Our Finest Hour (The Time #1)(12)
I take a deep breath. “Mommy needs you to roll onto your back, OK? I need to compare your arms to one another. Can you do that for me?”
She releases a fresh round of tears as she nods. With my hands on her back and bottom, I gently position her onto her back. She screams and grabs her left arm with her right hand. Adult hands crowd my vision, my dad's and the coach’s, each automatically reaching out to help. I push their hands aside, my eyes finding the spot Claire has grabbed. Her elbow.
I don’t have to look at her right elbow to know that her left elbow is already bigger than it should be. I meet my dad’s eyes.
“The hospital's just a few blocks away. I’ll go get the car.” He jogs away.
I look back to Claire. She’s quiet now, her cries soft, but that’s going to end as soon as I pick her up. My insides twist, seeing my daughter in such pain and knowing that in order to get her help, I’m going to have to make it worse.
“I’m going to pick you up and take you to the hospital. Mommy loves you so much, and I’m going to make everything better.”
Claire’s gaze is frightened, but wide and trusting.
I’m gentle when I touch her. Gentle when I place one arm under her knees and another under her back. She whimpers the second I shift her. Using her right hand she keeps her left arm locked in place by her side and cries quietly.
With Claire secured to my front, I move through the crowd of concerned parents and children, delivering half-hearted promises to email them when we know the extent of the injury. I nod to the coach as we pass. He gives me a tight smile.

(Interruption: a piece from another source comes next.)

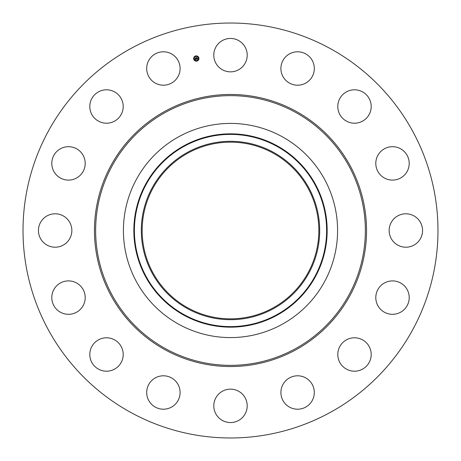 <?xml version="1.0" encoding="UTF-8"?>
<svg xmlns="http://www.w3.org/2000/svg" width="461" height="461" viewBox="0 0 461 461"><rect width="100%" height="100%" fill="white"/><g stroke="black" fill="none" stroke-linecap="round" stroke-linejoin="round"><path stroke-width="0.69" d="M215.84 47.137A16.705 16.705 0 0 1 238.51 40.487A16.705 16.705 0 0 1 245.16 63.157A16.705 16.705 0 0 1 222.49 69.807A16.705 16.705 0 0 1 215.84 47.137M131.028 412.578A207.479 207.479 0 0 1 48.422 131.028A207.479 207.479 0 0 1 329.972 48.422A207.479 207.479 0 0 1 412.578 329.972A207.479 207.479 0 0 1 131.028 412.578M281.838 136.525A107.085 107.085 0 0 1 281.838 324.475A107.085 107.085 0 0 1 123.415 230.5A107.085 107.085 0 0 1 281.838 136.525M187.742 152.228A89.186 89.186 0 0 1 308.772 187.742A89.186 89.186 0 0 1 273.258 308.772A89.186 89.186 0 0 1 152.228 273.258A89.186 89.186 0 0 1 187.742 152.228M188.146 308.029A88.345 88.345 0 0 1 152.971 188.146A88.345 88.345 0 0 1 272.854 152.971A88.345 88.345 0 0 1 308.029 272.854A88.345 88.345 0 0 1 188.146 308.029M173.872 405.513A16.705 16.705 0 0 1 150.384 402.983A16.705 16.705 0 0 1 152.914 379.495A16.705 16.705 0 0 1 176.407 382.025A16.705 16.705 0 0 1 173.872 405.513M349.79 90.477A16.705 16.705 0 0 1 370.523 101.806A16.705 16.705 0 0 1 359.194 122.534A16.705 16.705 0 0 1 338.466 111.21A16.705 16.705 0 0 1 349.79 90.477M111.21 370.523A16.705 16.705 0 0 1 90.477 359.194A16.705 16.705 0 0 1 101.806 338.466A16.705 16.705 0 0 1 122.534 349.79A16.705 16.705 0 0 1 111.21 370.523M394.293 146.788A16.705 16.705 0 0 1 409.114 165.182A16.705 16.705 0 0 1 390.715 180.003A16.705 16.705 0 0 1 375.894 161.604A16.705 16.705 0 0 1 394.293 146.788M66.707 314.212A16.705 16.705 0 0 1 51.886 295.818A16.705 16.705 0 0 1 70.285 280.997A16.705 16.705 0 0 1 85.106 299.396A16.705 16.705 0 0 1 66.707 314.212M413.863 215.84A16.705 16.705 0 0 1 420.513 238.51A16.705 16.705 0 0 1 397.843 245.16A16.705 16.705 0 0 1 391.193 222.49A16.705 16.705 0 0 1 413.863 215.84M47.137 245.16A16.705 16.705 0 0 1 40.487 222.49A16.705 16.705 0 0 1 63.157 215.84A16.705 16.705 0 0 1 69.807 238.51A16.705 16.705 0 0 1 47.137 245.16M405.513 287.128A16.705 16.705 0 0 1 402.983 310.616A16.705 16.705 0 0 1 379.495 308.086A16.705 16.705 0 0 1 382.025 284.593A16.705 16.705 0 0 1 405.513 287.128M55.487 173.872A16.705 16.705 0 0 1 58.017 150.384A16.705 16.705 0 0 1 81.505 152.914A16.705 16.705 0 0 1 78.975 176.407A16.705 16.705 0 0 1 55.487 173.872M370.523 349.79A16.705 16.705 0 0 1 359.194 370.523A16.705 16.705 0 0 1 338.466 359.194A16.705 16.705 0 0 1 349.79 338.466A16.705 16.705 0 0 1 370.523 349.79M90.477 111.21A16.705 16.705 0 0 1 101.806 90.477A16.705 16.705 0 0 1 122.534 101.806A16.705 16.705 0 0 1 111.21 122.534A16.705 16.705 0 0 1 90.477 111.21M314.212 394.293A16.705 16.705 0 0 1 295.818 409.114A16.705 16.705 0 0 1 280.997 390.715A16.705 16.705 0 0 1 299.396 375.894A16.705 16.705 0 0 1 314.212 394.293M146.788 66.707A16.705 16.705 0 0 1 165.182 51.886A16.705 16.705 0 0 1 180.003 70.285A16.705 16.705 0 0 1 161.604 85.106A16.705 16.705 0 0 1 146.788 66.707M245.16 413.863A16.705 16.705 0 0 1 222.49 420.513A16.705 16.705 0 0 1 215.84 397.843A16.705 16.705 0 0 1 238.51 391.193A16.705 16.705 0 0 1 245.16 413.863M287.128 55.487A16.705 16.705 0 0 1 310.616 58.017A16.705 16.705 0 0 1 308.086 81.505A16.705 16.705 0 0 1 284.593 78.975A16.705 16.705 0 0 1 287.128 55.487M193.689 59.031A2.651 2.651 0 0 1 195.775 55.919A2.651 2.651 0 0 1 198.887 58A2.651 2.651 0 0 1 196.807 61.117A2.651 2.651 0 0 1 193.689 59.031M194.242 58.922A2.086 2.086 0 0 1 195.885 56.467A2.086 2.086 0 0 1 198.339 58.109A2.086 2.086 0 0 1 196.697 60.564A2.086 2.086 0 0 1 194.242 58.922M196.449 59.279L196.542 58.916L196.985 59.077L196.599 57.746L197.118 57.648L197.21 58.939L197.504 58.668L197.227 59.025L197.567 58.691L197.804 59.014L196.449 59.279M196.369 59.21L196.49 58.875L196.369 59.21M196.645 59.008L196.444 57.683L197.02 57.567L196.513 57.7L196.645 59.008M195.159 59.55L195.28 59.169L195.942 59.296L195.833 58.766L195.856 59.25L195.36 59.227L195.827 59.221L195.326 58.57L195.816 58.668L195.527 57.977L196.086 57.867L196.34 59.313L195.159 59.55M195.084 59.452L195.222 59.117L195.084 59.452M195.234 58.53L195.366 59.037L195.234 58.53M195.7 58.593L195.355 57.902L196.011 57.769L195.424 57.919L195.7 58.593M196.593 60.869L196.91 60.806L196.593 60.869M193.81 59.008L194.121 58.945L193.81 59.008M194.819 60.518L195.13 60.454L194.819 60.518M195.671 56.225L195.988 56.161L195.671 56.225M194.162 57.233L194.479 57.17L194.162 57.233M198.772 58.023L198.455 58.086L198.772 58.023M198.42 59.803L198.103 59.867L198.42 59.803M197.763 56.513L197.446 56.576L197.763 56.513M295.155 112.15A134.86 134.86 0 0 1 348.85 295.155A134.86 134.86 0 0 1 165.845 348.85A134.86 134.86 0 0 1 112.15 165.845A134.86 134.86 0 0 1 295.155 112.15M295.72 111.113A136.041 136.041 0 0 1 349.887 295.72A136.041 136.041 0 0 1 165.28 349.887A136.041 136.041 0 0 1 111.113 165.28A136.041 136.041 0 0 1 295.72 111.113M276.842 315.33A96.66 96.66 0 0 1 145.67 276.842A96.66 96.66 0 0 1 184.158 145.67A96.66 96.66 0 0 1 315.33 184.158A96.66 96.66 0 0 1 276.842 315.33M184.423 146.154A96.113 96.113 0 0 1 314.846 184.423A96.113 96.113 0 0 1 276.577 314.846A96.113 96.113 0 0 1 146.154 276.577A96.113 96.113 0 0 1 184.423 146.154"/></g></svg>

“Good luck,” he calls out. He jogs back to the center of the field, waving at the other little girls on the team to follow him.
Claire wails with every other step I take. “It hurts,” she says through her tears. Somewhere in the back of my mind I appreciate the childlike ability to communicate pain. There is no holding back, no biting of the tongue.
“I know, baby, I know. I’m so sorry. I wish I had a magic wand so I could take away your pain. You’re going to see a doctor, and he’ll make you all better.”
My dad waits on the curb, as close as he can be without driving onto the field. He jumps from the driver’s seat and pulls open the back door. I slide in and keep Claire on my lap. She’s keening, her grip still on her left arm. My dad’s gaze flashes to her car seat, pausing there for a moment, then comes to rest on me.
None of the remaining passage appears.